11 Ideas For Effective Learning Product Ideation
Nine times out of ten, the story of learning product design is of evolution and iteration that builds on already existing content and subject matter expertise to expand the delivery model. The product strategy may start with in-person training (ILT), expand to virtual training (VILT) to achieve scale and bring costs down, and then, for some, a further expansion into self-paced or on-demand courseware offerings.
As learning organizations reflect upon their product line or services, the question to answer is whether these iterations were reactive or truly explorative? How much time was spent to research the market, evaluate technologies, or engage in creative exploration? All too often, learning organizations are in a hurry to meet a market opportunity, match a competitor, or fill a gap. As a result, they don’t take the time to truly stop, reflect, explore, and be creative.
Learning product ideation is a valuable exercise that delivers value to your learning business in so many ways. It should also be far broader than the learning experiences alone, to encompass your entire delivery and business model. Casting a wider business model exploration that considers differentiation, business growth, profitability, technical scalability, talent, and more will help build a better business with better products.
Here are some ideas to consider as you think about your learning delivery growth.
1. Starting Point
Most organizations already have a place to start, such as in-person training materials, virtual trainings content, videos, and eBooks. It’s even better if you already have a captive audience or successful learning business as there is less question about the market opportunity or risk. These valuable products and artifacts are a key platform to expand upon. Your track record with learning product performance and the market conditions can then begin to dictate your next logical next steps.
2. Brand And Positioning
These days, we hear the terms “consumer-grade experiences” or “Netflix-like experiences” being used more frequently in learning product design—and for good reason. Modern learners (and buyers) want more than just digital delivery of clipart in a hundred-slide PowerPoint presentation.
Of course, the quality of the product is conveyed through exceptional instruction and subject-matter, but the full story is even more than that. Visual design is critical and has enormous bearing on the perception of quality by the learner. User experience design is also important for making it easy for the learner to find what they need within a well-conceived interface. The important work is in taking the time to consider how your brand is reflected through your learning products. Define a positioning statement up front and work to understand how those brand attributes can be conveyed in your product line. This also sets a sound foundation for the types of products you create and the overall experience your learners have as a result.
3. Branching Out
It’s simple: Learners want to learn on their terms—any time, anywhere. If they don’t find an option from you that fits within their busy lives or personal learning style, they will keep looking until they find it elsewhere. When considering expanding your learning product line, do the research and allow yourself the space to get creative. For learning organizations, that boils down to learning product creation at scale. For learners, it’s about options. But this should not be daunting. Engineering a content creation process that considers your multiple end-product options will create developmental efficiencies.

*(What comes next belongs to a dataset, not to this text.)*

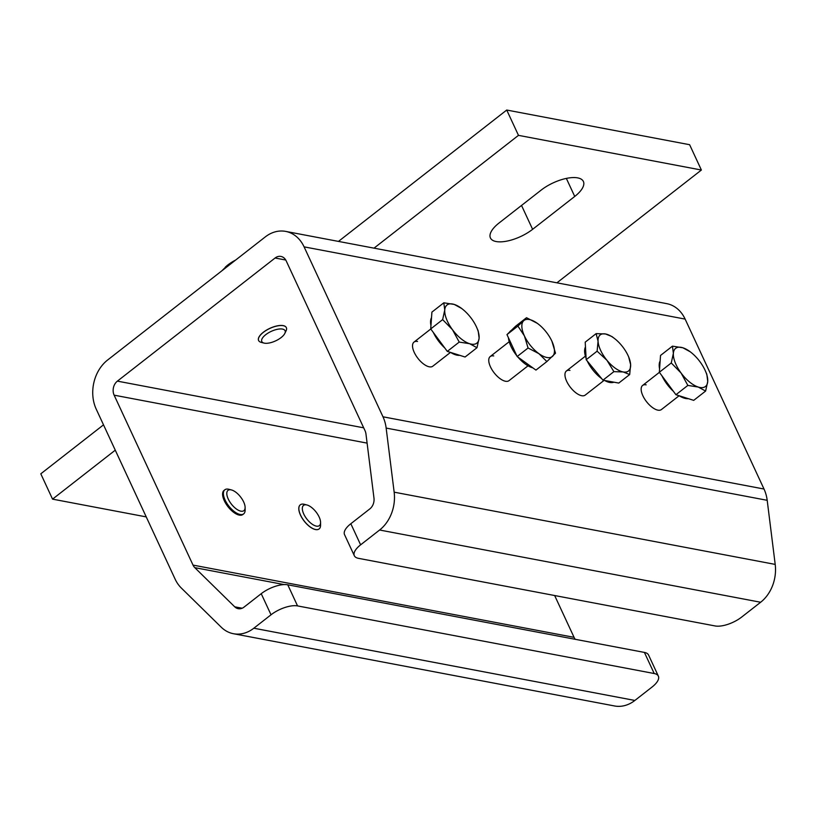 <?xml version="1.0" encoding="UTF-8"?>
<svg xmlns="http://www.w3.org/2000/svg" width="816" height="816" viewBox="0 0 816 816"><rect width="100%" height="100%" fill="white"/><g stroke="black" fill="none" stroke-linecap="round" stroke-linejoin="round"><path stroke-width="1.22" d="M374.024 248.146L518.476 135.354L701.383 170.034L556.92 282.815M146.237 516.895L52.55 499.137L115.26 450.177M499.086 222.972L541.192 190.087A28.03 11.444 -24.9 0 1 577.677 177.878A28.03 11.444 -24.9 0 1 583.389 181.468A28.03 11.444 -24.9 0 1 574.729 196.452L532.613 229.327A28.03 11.444 -24.9 0 1 490.426 237.956A28.03 11.444 -24.9 0 1 499.086 222.972M338.467 241.403L506.726 110.038L689.622 144.707L701.383 170.034M52.55 499.137L40.8 473.81L103.51 424.85M506.726 110.038L518.476 135.354M281.102 337.579A12.832 5.233 -24.9 0 1 264.007 343.077A12.832 5.233 -24.9 0 1 265.751 334.672A12.832 5.233 -24.9 0 1 279.837 328.96A12.832 5.233 -24.9 0 1 284.825 333.418A12.832 5.233 -24.9 0 1 281.102 337.579M264.007 343.077L261.253 342.383A15.29 6.242 -24.9 0 1 258.621 340.527A15.29 6.242 -24.9 0 1 263.344 332.357A15.29 6.242 -24.9 0 1 286.355 327.655A15.29 6.242 -24.9 0 1 286.069 330.857L284.825 333.418M235.712 260.008A22.93 9.364 155.1 0 0 227.878 264.945A22.93 9.364 155.1 0 0 225.379 267.077A22.93 9.364 155.1 0 0 225.308 267.148M221.758 270.892L227.878 264.945L234.794 260.722M516.722 355.633A22.93 10.363 -128 0 1 510.979 346.412A22.93 10.363 -128 0 1 508.45 337.793M509.459 332.194A22.93 10.363 -128 0 1 510.581 330.929L511.459 330.245M532.838 367.853A22.93 10.363 -128 0 1 517.936 357.102M546.873 361.57L555.502 353.206L551.861 341.119A22.93 10.363 -128 0 1 552.085 341.618A22.93 10.363 -128 0 1 552.636 356.266A22.93 10.363 -128 0 1 538.917 353.665L546.873 361.57L535.949 370.097L517.15 356.531L506.971 334.601L515.59 326.237L526.514 317.71L523.648 320.77A22.93 10.363 -128 0 1 537.367 323.371L526.514 317.71M524.423 335.917A22.93 10.363 -128 0 1 523.648 320.77L517.895 326.074L524.423 335.917L528.074 348.004L538.917 353.665A22.93 10.363 -128 0 1 524.423 335.917M551.861 341.119A22.93 10.363 52 0 0 538.509 324.238A22.93 10.363 52 0 0 537.367 323.371L538.203 323.993M517.15 356.531L528.074 348.004M506.971 334.601L517.895 326.074M613.907 382.184A22.93 10.363 -128 0 1 609.776 382.459A22.93 10.363 -128 0 1 604.595 380.47M601.667 378.593A22.93 10.363 -128 0 1 587.275 361.039M586.102 358.265A22.93 10.363 -128 0 1 585.48 346.963M629.677 374.544L630.625 364.65A22.93 10.363 52 0 1 623.22 371.963A22.93 10.363 -128 0 1 606.941 360.284L613.887 371.637L623.22 371.963L629.677 374.544L618.752 383.071L602.963 380.164L586.184 359.713L585.205 342.159L596.129 333.632L598.067 341.282A22.93 10.363 -128 0 1 605.472 333.958A22.93 10.363 -128 0 1 614.723 338.681A22.93 10.363 -128 0 1 621.751 345.647A22.93 10.363 -128 0 1 628.289 356.062A22.93 10.363 -128 0 1 630.625 364.65L628.697 357M606.941 360.284A22.93 10.363 -128 0 1 598.067 341.282L597.108 351.186L606.941 360.284M614.723 338.681L611.929 336.539L605.472 333.958L596.129 333.632M586.184 359.713L597.108 351.186M602.963 380.164L613.887 371.637M313.079 524.77A12.832 5.794 -128 0 1 302.869 511.734A12.832 5.794 -128 0 1 306.949 504.982A12.832 5.794 -128 0 1 309.815 506.246A12.832 5.794 -128 0 1 320.576 522.424A12.832 5.794 -128 0 1 313.079 524.77M320.576 522.424L320.586 525.096A15.29 6.905 -128 0 1 319.127 528.911A15.29 6.905 -128 0 1 311.661 527.901A15.29 6.905 -128 0 1 300.829 515.651A15.29 6.905 -128 0 1 300.308 504.808A15.29 6.905 -128 0 1 304.358 504.308L306.949 504.982M224.849 489.773L224.043 490.406A15.29 6.905 52 0 0 225.94 503.758A15.29 6.905 52 0 0 239.323 515.12A15.29 6.905 52 0 0 242.862 514.508L243.668 513.876A15.29 6.905 -128 0 1 239.119 514.223A15.29 6.905 -128 0 1 226.338 502.432A15.29 6.905 -128 0 1 224.849 489.773A15.29 6.905 -128 0 1 228.898 489.284L231.448 489.937A12.872 5.814 52 0 0 227.878 498.178A12.872 5.814 52 0 0 240.047 510.949A12.872 5.814 52 0 0 245.116 507.44A12.872 5.814 52 0 0 231.866 490.059A12.872 5.814 52 0 0 231.448 489.937M417.527 341.486A15.29 6.905 52 0 0 413.998 342.098A15.29 6.905 52 0 0 415.895 355.45A15.29 6.905 52 0 0 429.277 366.812A15.29 6.905 52 0 0 432.817 366.2L450.493 352.39M646.15 384.836A15.29 6.905 52 0 0 642.62 385.438A15.29 6.905 52 0 0 644.518 398.789A15.29 6.905 52 0 0 657.9 410.152A15.29 6.905 52 0 0 661.439 409.54L679.116 395.74A24.205 10.934 -128 0 0 684.094 398.106A24.205 10.934 -128 0 0 688.347 398.667M286.355 327.655L286.314 327.573A15.29 6.242 155.1 0 0 283.203 325.615A15.29 6.242 155.1 0 0 266.363 330.194A15.29 6.242 155.1 0 0 258.58 340.456L258.621 340.527M300.308 504.808L300.247 504.859A15.29 6.905 52 0 0 302.155 518.201A15.29 6.905 52 0 0 315.537 529.564A15.29 6.905 52 0 0 319.066 528.962L319.127 528.911M493.731 355.939A15.29 6.905 52 0 0 490.202 356.551A15.29 6.905 52 0 0 492.109 369.893A15.29 6.905 52 0 0 505.492 381.256A15.29 6.905 52 0 0 509.021 380.654L528.023 365.813M569.945 370.382A15.29 6.905 52 0 0 566.406 370.994A15.29 6.905 52 0 0 568.313 384.336A15.29 6.905 52 0 0 581.696 395.709A15.29 6.905 52 0 0 585.225 395.097L604.085 380.378M760.645 602.249L741.662 617.069A20.39 8.323 155.1 0 1 715.132 625.954L358.479 558.338A20.39 8.323 155.1 0 1 354.328 555.727L344.536 534.633A20.39 8.323 -24.9 0 1 350.829 523.729L360.621 544.833L379.613 530.012A35.68 28.305 -79.3 0 0 394.159 492.17L775.2 564.407A35.68 28.305 100.7 0 1 760.645 602.249L379.613 530.012M285.651 231.397L666.692 303.634A35.68 28.305 100.7 0 1 685.134 319.097L304.093 246.86A35.68 28.305 -79.3 0 0 285.651 231.397A35.68 28.305 -79.3 0 0 265.292 236.905L107.6 360.029A35.68 28.305 -79.3 0 0 96.227 409.153L175.103 579.095A35.68 28.305 -79.3 0 0 181.305 588.01L221.228 627.188A35.68 28.305 -79.3 0 0 233.468 633.726A35.68 28.305 -79.3 0 0 253.827 628.218L634.868 700.454L652.066 687.031A20.39 8.323 155.1 0 0 658.359 676.138A20.39 8.323 155.1 0 0 654.208 673.526L297.554 605.911A20.39 8.323 155.1 0 0 271.024 614.795L261.232 593.691L244.035 607.114A10.19 8.089 100.7 0 1 238.221 608.685A10.19 8.089 100.7 0 1 234.722 606.818L194.8 567.65A10.19 8.089 100.7 0 1 193.025 565.1L114.138 395.168A10.19 8.089 100.7 0 1 117.392 381.133L275.094 258.009A10.19 8.089 100.7 0 1 280.908 256.428A10.19 8.089 100.7 0 1 286.181 260.845L365.058 430.777A10.19 8.089 100.7 0 1 365.966 434.01L373.973 498.097A10.19 8.089 100.7 0 1 369.811 508.909L350.829 523.729M193.025 565.1L574.066 637.337L554.656 595.527M261.232 593.691A20.39 8.323 -24.9 0 1 287.762 584.807L297.554 605.911M654.208 673.526L644.405 652.423L287.762 584.807M644.405 652.423A20.39 8.323 -24.9 0 1 648.567 655.034L658.359 676.138M253.827 628.218L271.024 614.795M304.093 246.86L382.979 416.792L764.011 489.029A35.68 28.305 100.7 0 1 767.193 500.31L775.2 564.407M685.134 319.097L764.011 489.029M767.193 500.31L386.152 428.074L394.159 492.17M360.621 544.833A20.39 8.323 155.1 0 0 354.328 555.727M634.868 700.454A35.68 28.305 100.7 0 1 614.509 705.962L233.468 633.726M574.066 637.337A10.19 8.089 -79.3 0 0 575.311 639.326M386.152 428.074A35.68 28.305 -79.3 0 0 382.979 416.792M705.616 391.058L693.702 400.36L675.923 394.72L659.338 372.269L660.532 355.45L672.445 346.147L673.373 353.369L671.262 362.967L681.074 373.004L687.847 385.417L698.251 387.049L705.616 391.058L707.737 381.46L706.809 374.238L705.269 370.678A24.205 10.934 52 0 0 700.036 361.825A24.205 10.934 -128 0 0 690.948 352.339L689.714 351.37M690.224 351.778L682.859 347.779L672.445 346.147M659.338 372.269L671.262 362.967M675.923 394.72L687.847 385.417M690.948 352.339A24.205 10.934 -128 0 0 682.859 347.779A24.205 10.934 52 0 0 673.373 353.369A24.205 10.934 52 0 0 681.074 373.004A24.205 10.934 52 0 0 698.251 387.049A24.205 10.934 52 0 0 707.737 381.46A24.205 10.934 52 0 0 705.269 370.678M673.435 391.354A24.205 10.934 -128 0 1 661.97 375.839M659.573 368.883A24.205 10.934 -128 0 1 660.134 361.009M459.724 355.317A24.205 10.934 -128 0 1 455.471 354.756A24.205 10.934 -128 0 1 450.514 352.4M476.993 347.708L465.079 357.02L447.301 351.38L430.715 328.93L431.909 312.11L443.822 302.807L444.751 310.029L442.639 319.617L452.452 329.664L459.224 342.077L469.628 343.709L476.993 347.708L479.114 338.11L478.186 330.888L476.646 327.338A24.205 10.934 52 0 0 471.413 318.475A24.205 10.934 -128 0 0 462.325 308.999L461.091 308.02M461.601 308.438L454.237 304.429L443.822 302.807M430.715 328.93L442.639 319.617M447.301 351.38L459.224 342.077M462.325 308.999A24.205 10.934 -128 0 0 454.237 304.429A24.205 10.934 52 0 0 444.751 310.029A24.205 10.934 52 0 0 452.452 329.664A24.205 10.934 52 0 0 469.628 343.709A24.205 10.934 52 0 0 479.114 338.11A24.205 10.934 52 0 0 476.646 327.338M444.812 348.004A24.205 10.934 -128 0 1 433.347 332.489M430.95 325.543A24.205 10.934 -128 0 1 431.511 317.659M245.116 507.44L245.126 510.071A15.29 6.905 -128 0 1 243.668 513.876M566.355 178.418L574.729 196.452M521.526 205.448L532.613 229.327M285.743 260.029L275.094 258.009M117.392 381.133L363.681 427.819M367.108 443.119L114.138 395.168M284.162 584.593L194.8 567.65M234.722 606.818L242.158 608.226M490.202 356.551L509.204 341.71M566.406 370.994L585.409 356.153M628.289 356.062L628.912 357.469M659.389 372.341L642.62 385.438M430.766 329.001L413.998 342.098"/></g></svg>

4. Learning Product Options
As you explore product options, start with the past learning delivery options that were popular for your audience. Then, get creative around those core pillars. Where you take it is up to you, but these core options are a good representation of what the majority of the market will understand.
5. In-Person (ILT)
For most training organizations, consulting companies, and certification providers, in-person delivery has been a standard offering for many years. It’s still as popular as ever, and a valuable alternative as part of the product suite. However, in-person can be costly for both the organizations and the market, since flights, hotels, and other costs eat into margins.
6. Virtual Training (VILT)
Much like ILT, virtual training delivery remains incredibly popular, providing access to the experts but cutting out the travel and hotels and easing cost for the organizations and the market. This form of learning still has scalability issues, as you need to have trainers available at specific times to deliver training.
7. On-Demand Learning
On-demand learning is another string to your bow, offering the anytime/anywhere approach for a learner. A course can be created once and delivered many times, which offers incredible flexibility and provides high-margin return. There are many flavors to explore here, from entirely self-paced to semi-asynchronous. An example scenario would be a cohort who studies at their own pace each week with new content rolling out the following week. These can be instructor-led, as well, with assignments, feedback, and chat rolled into the experience.
8. Microlearning
If you are avidly involved in learning, you will have heard a great deal about microlearning and micro-credentialing. These bite-sized learning offerings are designed to provide learning experiences for busy lives who need to learn in quick bursts. It is popular and scalable, but requires a large body of content and the update and release new content all the time. This is an effective offering by itself or when combined with the other formats outlined above.
9. Blended Learning
Blended learning is the pure definition of the concept “more than the sum of the parts.” The real power of all of these approaches comes when they are combined, mixed, or matched. Whether you offer multiple learning options or curate “learning pathways” to mix your learning experiences together as program pathways—such as an in-person course that mixes on-demand courses and microlearning reading—blending can be a powerful strategy.
10. One-To-One Mentoring
This is extremely hard to scale but very effective and high-cost. It’s unlikely that you could to build a full business from this option. But, mentoring can be a great value-add or upsell to existing catalogs of content.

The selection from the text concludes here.